Advanced Python Scheduler (APScheduler) is a light but powerful in-process task scheduler that lets you schedule jobs (functions or any python callables) to be executed at times of your choosing.

This can be a far better alternative to externally run cron scripts for long-running applications (e.g. web applications), as it is platform neutral and can directly access your application’s variables and functions.

The development of APScheduler was heavily influenced by the Quartz task scheduler written in Java. APScheduler provides most of the major features that Quartz does, but it also provides features not present in Quartz (such as multiple job stores). [https://pypi.org/project/APScheduler/2.1.2/]

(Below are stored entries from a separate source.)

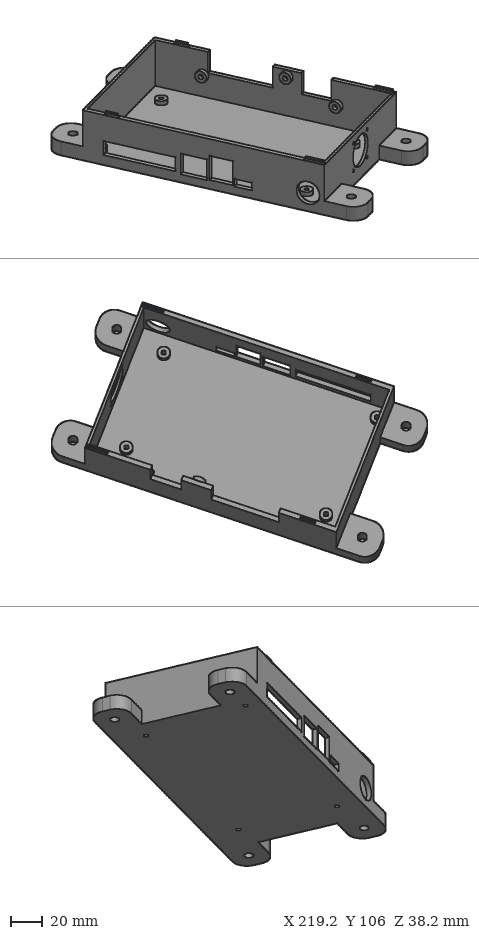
import cadquery as cq

BOX_LENGTH = 168.2
BOX_WIDTH = 106.0
BOX_HEIGHT = 36.0
SHORT_WALL = 2.0
LONG_WALL = 3.3
FLOOR = 3.0
INNER_LENGTH = BOX_LENGTH - 2 * SHORT_WALL
INNER_BACK = BOX_WIDTH / 2 - LONG_WALL

FOOT_LENGTH = 25.5
FOOT_HEIGHT = 10.0
FOOT_RADIUS = 10.0
FOOT_X = (BOX_LENGTH + FOOT_LENGTH) / 2
FOOT_Y = (BOX_WIDTH - FOOT_LENGTH) / 2
FOOT_HOLE_DIAMETER = 6.0

BOSS_DIAMETER = 8.0
BOSS_HEIGHT = 3.0
FLOOR_HOLE_DIAMETER = 2.8
BACK_HOLE_DIAMETER = 3.3
FLOOR_BOSSES = [(-69.5, 31.8), (64.2, 31.8), (64.2, -37.0), (-76.9, -41.5)]
BACK_BOSSES = [(-49.0, 18.6), (9.6, 31.3), (44.2, 18.6)]

FRONT_WINDOWS = [
    (-69.6, 7.2, 50.2, 10.0),
    (-15.8, 6.0, 18.2, 15.0),
    (4.2, 6.5, 16.2, 17.3),
    (21.5, 6.0, 12.3, 5.5),
]
JACK_X = 72.7
JACK_Z = 13.4
JACK_DIAMETER = 16.0

NOTCH_FLOOR = 20.8
BACK_NOTCHES = [(-45.5, -0.5), (19.7, 40.3)]

FAN_Z = 20.4
FAN_DIAMETER = 22.0
FAN_SCREW_SPACING = 20.0
FAN_SCREW_DIAMETER = 1.8

CLIP_SPANS = [(-68.5, -60.2), (70.3, 82.5)]
CLIP_THICKNESS = 0.9
CLIP_RISE = 2.2
CLIP_SKIRT = 0.9
CLIP_Y = (BOX_WIDTH - LONG_WALL) / 2


def block(x0, x1, y0, y1, z0, z1):
    """A box between two limits along each axis."""
    return cq.Workplane("XY").box(x1 - x0, y1 - y0, z1 - z0, centered=False).translate((x0, y0, z0))


def make_footed_block():
    """The solid box and its four feet, each pair of feet being the ends of one strip."""
    body = cq.Workplane("XY").rect(BOX_LENGTH, BOX_WIDTH).extrude(BOX_HEIGHT)
    for y in (-FOOT_Y, FOOT_Y):
        strip = (
            cq.Workplane("XY").center(0, y)
            .rect(BOX_LENGTH + 2 * FOOT_LENGTH, FOOT_LENGTH)
            .extrude(FOOT_HEIGHT)
            .edges("|Z").fillet(FOOT_RADIUS)
        )
        body = body.union(strip)
    holes = (
        cq.Workplane("XY").rect(2 * FOOT_X, 2 * FOOT_Y, forConstruction=True).vertices()
        .circle(FOOT_HOLE_DIAMETER / 2).extrude(FOOT_HEIGHT)
    )
    return body.cut(holes)


def cut_cavity(body):
    cavity = (
        cq.Workplane("XY", origin=(0, 0, FLOOR))
        .rect(INNER_LENGTH, 2 * INNER_BACK).extrude(BOX_HEIGHT - FLOOR)
    )
    return body.cut(cavity)


def add_floor_bosses(body):
    bosses = (
        cq.Workplane("XY").pushPoints(FLOOR_BOSSES)
        .circle(BOSS_DIAMETER / 2).extrude(FLOOR + BOSS_HEIGHT)
    )
    holes = (
        cq.Workplane("XY").pushPoints(FLOOR_BOSSES)
        .circle(FLOOR_HOLE_DIAMETER / 2).extrude(FLOOR + BOSS_HEIGHT)
    )
    return body.union(bosses).cut(holes)


def cut_front_wall(body):
    front = -BOX_WIDTH / 2
    for left, bottom, width, height in FRONT_WINDOWS:
        body = body.cut(block(left, left + width, front, front + LONG_WALL, bottom, bottom + height))
    jack = (
        cq.Workplane("XZ", origin=(JACK_X, front, JACK_Z))
        .circle(JACK_DIAMETER / 2).extrude(-LONG_WALL)
    )
    return body.cut(jack)


def cut_back_wall(body):
    for left, right in BACK_NOTCHES:
        body = body.cut(block(left, right, INNER_BACK, BOX_WIDTH / 2, NOTCH_FLOOR, BOX_HEIGHT))
    return body


def cut_fan_opening(body):
    wall = cq.Workplane("YZ", origin=(INNER_LENGTH / 2, 0, FAN_Z))
    opening = wall.circle(FAN_DIAMETER / 2).extrude(SHORT_WALL)
    screws = (
        wall.rect(FAN_SCREW_SPACING, FAN_SCREW_SPACING, forConstruction=True).vertices()
        .circle(FAN_SCREW_DIAMETER / 2).extrude(SHORT_WALL)
    )
    return body.cut(opening).cut(screws)


def add_clips(body):
    for left, right in CLIP_SPANS:
        for y in (-CLIP_Y, CLIP_Y):
            length = right - left
            middle = (left + right) / 2
            rim = cq.Workplane("XY", origin=(middle, y, BOX_HEIGHT))
            skirt = (
                rim.rect(length + 2 * CLIP_SKIRT, CLIP_THICKNESS + 2 * CLIP_SKIRT)
                .workplane(offset=CLIP_SKIRT).rect(length, CLIP_THICKNESS).loft()
            )
            tongue = rim.rect(length, CLIP_THICKNESS).extrude(CLIP_RISE)
            body = body.union(skirt).union(tongue)
    return body


def make_housing():
    body = cut_cavity(make_footed_block())
    body = add_floor_bosses(body)
    body = cut_front_wall(body)
    body = cut_back_wall(body)
    body = cut_fan_opening(body)
    return add_clips(body)


def make_back_boss(x, z):
    return (
        cq.Workplane("XZ", origin=(x, INNER_BACK, z))
        .circle(BOSS_DIAMETER / 2).circle(BACK_HOLE_DIAMETER / 2).extrude(BOSS_HEIGHT)
    )


housing = make_housing()
back_bosses = [make_back_boss(x, z).val() for x, z in BACK_BOSSES]
result = cq.Compound.makeCompound([housing.val(), *back_bosses])

APScheduler is not included in the standard Python installation. It is maintained by developer Alex Grönholm (https://github.com/agronholm/apscheduler). To install APScheduler and its dependencies, first install pip, if you have not yet so. Then add pip to your system's Path directory. Finally, run the following command in your system's command line interpreter:

pip install apscheduler

 

Schedulers and Triggers

 

APScheduler offers four main components: triggers, job stores, executors, and schedulers. This lesson will introduce the two most fundamental components: schedulers and triggers.

 

Schedulers

 

The scheduler is the component used to add or remove a job. APScheduler has several predefined scheduling modules. These include:

  1. BlockingScheduler: As the name indicates, this scheduler is blocking, meaning it prevents the execution of further code by running in the foreground. This could be used to provide a standalone scheduler (e.g., to build a daemon).
    Example implementation.
     
  2. BackgroundScheduler: This scheduler runs inside your existing application on a separate thread. As such, it is considered to run in the background of an application.
    Example implementation
     
  3. AsyncIOScheduler: This scheduler will run jobs in the asyncio event loop's thread pool. This lesson will focus on using AsyncIOScheduler with a few different types of triggers.
    Example implementation

Among the included schedulers APScheduler also provides GeventScheduler, TornadoScheduler, TwistedScheduler, and QtScheduler which are designed to work with specific libraries.

 

 

Triggers

 

Triggers contain the logic to calculate the date/time for the scheduler to execute a job. APScheduler provides three trigger types:

 

Using AsyncIOScheduler

 

AsyncIOScheduler with DateTrigger

 

One thing we may want to do is schedule a job to run at a particular time on a given date. This would be useful if we were writing an application (such as a Django or Flask web app) which provides a feature to schedule reminders or calendar events.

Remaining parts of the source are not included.